Recent studies have shown, for example, that higher welfare payments often encourage students to drop out of school, that they encourage families to disintegrate, and that they often lead to lifelong dependency. Cecil Monroe, head of the Philadelphia NAACP, once said that welfare was the worst thing that could have happened to the Negro. Even for such an extreme position, there is factual support.
Because most of us were committed to doing something we thought was good, we ignored the criticisms. But we also therefore ignored the real need—which was, and remains, decent, dignified jobs for all…
[Another] example: We have always operated our schools on the theory that the school system itself was right: if a child failed, it was the child who was at fault. So we put labels on children who failed. We called them culturally disadvantaged, or retarded, or perhaps lazy or stupid.
But the results of this policy, are that one quarter to one third of our young men cannot meet even the minimal mental qualifications for the armed forces: that over half the graduates of many of our high schools are unequipped for even the most rudimentary jobs; that hundreds of thousands of children waste away in institutions.
We can no longer afford this waste. If our present educational methods cannot do better, then they must be changed to fit the students, just as doctors change a treatment which fails to cure a sick patient.

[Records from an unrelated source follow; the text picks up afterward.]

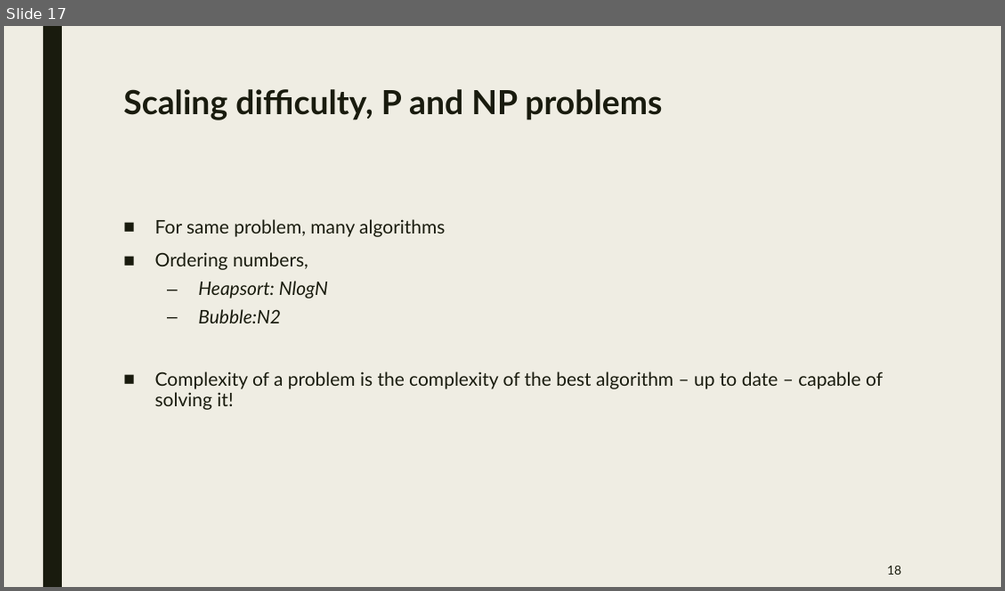
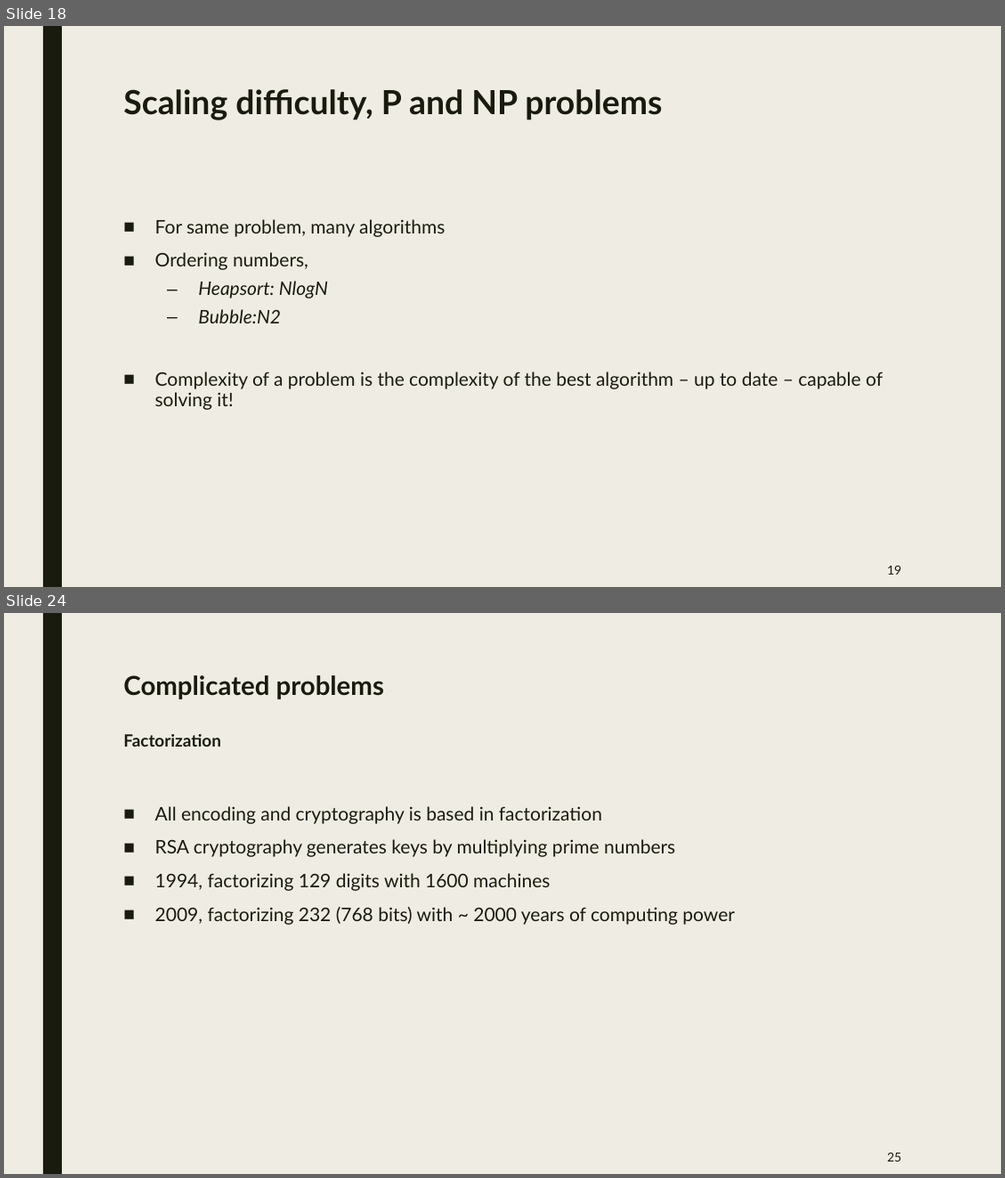
Before and after one commit to jurtasun/presentations, a slide deck: 202306_LMS_Complexity/202306_LMS_Complexity.ppt. Shown one above the other, each under a label of ours: slide 17 before the commit, slides 18 and 24 after it; the slides between them are not shown. The pictures are 1005x591 and 1005x1178 pixels, drawn with LibreOffice and Linux fonts; fonts in the diff are those of the drawing. Boxes give left, top, right and bottom in pixels: in the first picture for what was removed or moved away, otherwise in the second. Text is boxed around its words. In the diff, an @@ line names an element or a change of style, - is before the commit and + after.

```diff
--- a/202306_LMS_Complexity/202306_LMS_Complexity.ppt
+++ b/202306_LMS_Complexity/202306_LMS_Complexity.ppt
@@ slide 24 added at (4, 613, 1001, 1174), background #EFEDE3; not listed: 1 template element that a slide beside it also shows @@
@@ title added at (123, 675, 384, 747), 25.2 pt, text #191B0E, bold @@
+Complicated problems
+Factorization
@@ text added at (155, 806, 735, 925), 18 pt, text #191B0E @@
+■ All encoding and cryptography is based in factorization
+■ RSA cryptography generates keys by multiplying prime numbers
+■ 1994, factorizing 129 digits with 1600 machines
+■ 2009, factorizing 232 (768 bits) with ~ 2000 years of computing power
@@ page number added at (887, 1152, 901, 1161), 12 pt, text #191B0E @@
+25
@@ what was slide 17 is now slide 18 @@
@@ page number at (887, 565, 901, 574): text changed @@
-18
+19
```
Also in this commit, not shown: 2 slides changed, 13 other slides added, 4 slides removed, 1 other file.

We must now regard a student’s failure as the school’s failure, and as our failure—and hold ourselves responsible for our children’s shortcomings.
…There is no question which does not require the same new thinking, the same willingness to date…

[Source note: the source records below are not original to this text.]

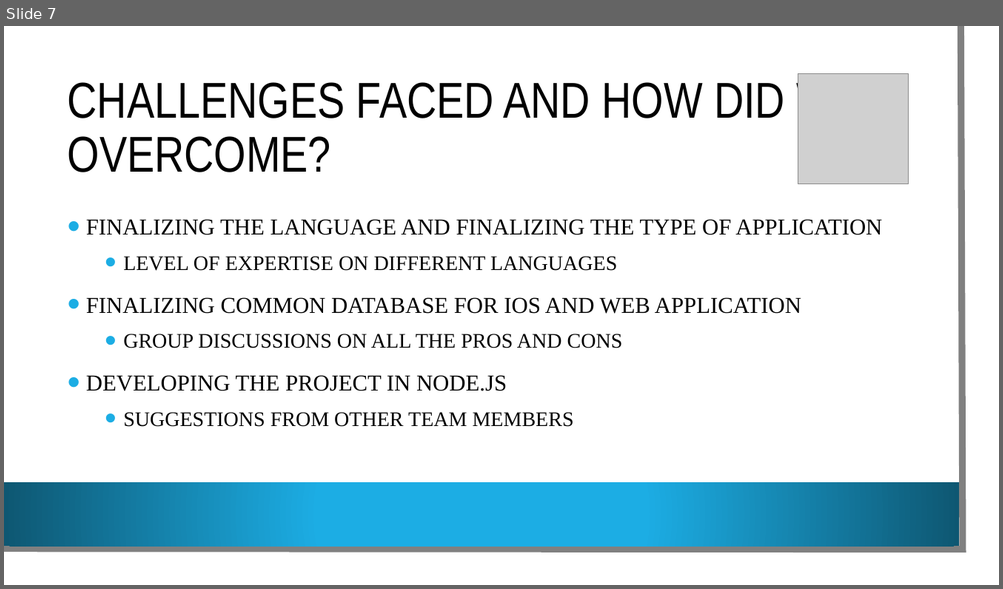
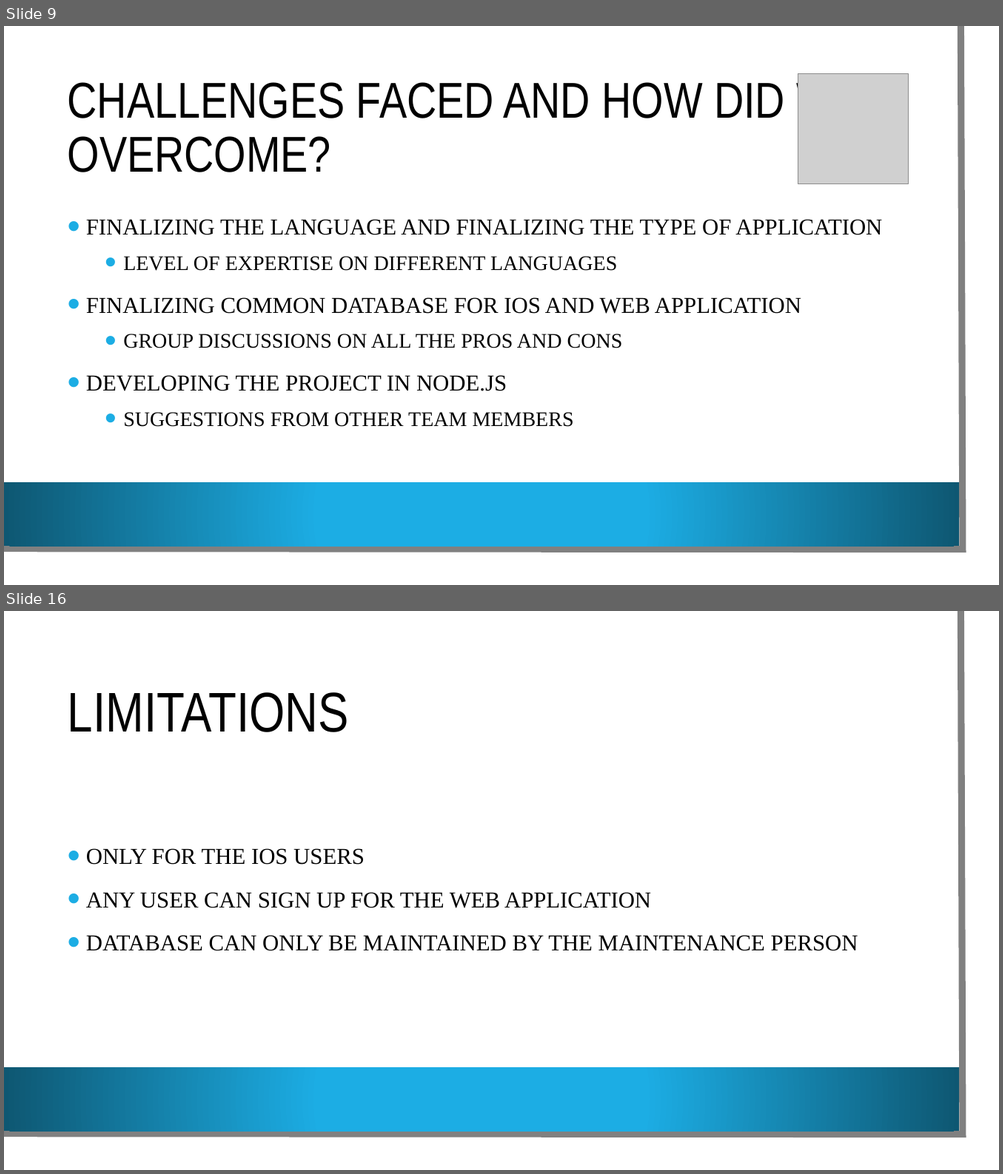
Before and after one commit to VamsiDevalla/Student-Attendance-Tracking, a slide deck: final ppt.pptx. Shown one above the other, each under a label of ours: slide 7 before the commit, slides 9 and 16 after it; the slides between them are not shown. The pictures are 1003x589 and 1003x1174 pixels, drawn with LibreOffice and Linux fonts; fonts in the diff are those of the drawing; grey boxes stand for pictures; background and template pictures are left out. Boxes give left, top, right and bottom in pixels: in the first picture for what was removed or moved away, otherwise in the second. Text is boxed around its words. In the diff, an @@ line names an element or a change of style, - is before the commit and + after.

```diff
--- a/final ppt.pptx
+++ b/final ppt.pptx
@@ slide 16 added at (4, 611, 999, 1170), background picture (left out); not listed: 3 template elements that a slide beside it also shows @@
@@ title added at (68, 692, 349, 732), 54 pt, text #000000 @@
+LIMITATIONS
@@ text added at (86, 849, 858, 951), 22 pt, text #000000 @@
+• ONLY FOR THE IOS USERS
+• ANY USER CAN SIGN UP FOR THE WEB APPLICATION
+• DATABASE CAN ONLY BE MAINTAINED BY THE MAINTENANCE PERSON
@@ what was slide 7 is now slide 9 @@
```
Also in this commit, not shown: 9 slides changed, 3 other slides added.

We have committed our surplus food to feed the starving abroad, and we have offered to help in curbing population growth; but will we act on the scale necessary to prevent the mass starvation which our present level of effort cannot forestall?
We have abandoned isolationism, and made commitments in every corner of the world; but will we be equally ready to abandon the status quo, and associate ourselves with the rising forces of revolution—in Latin America, in Africa, in Asia?…
Lincoln said it best: “We must think anew and act anew. We must disenthrall ourselves.”
To say it, however, is not to do it. It is not easy, in the middle of one’s life or political career, to say that the old horizons are too limited, that our education must begin again, that new visions must replace the old if our vitality is to remain and be renewed…
[Yet] surely we must be determined to do this.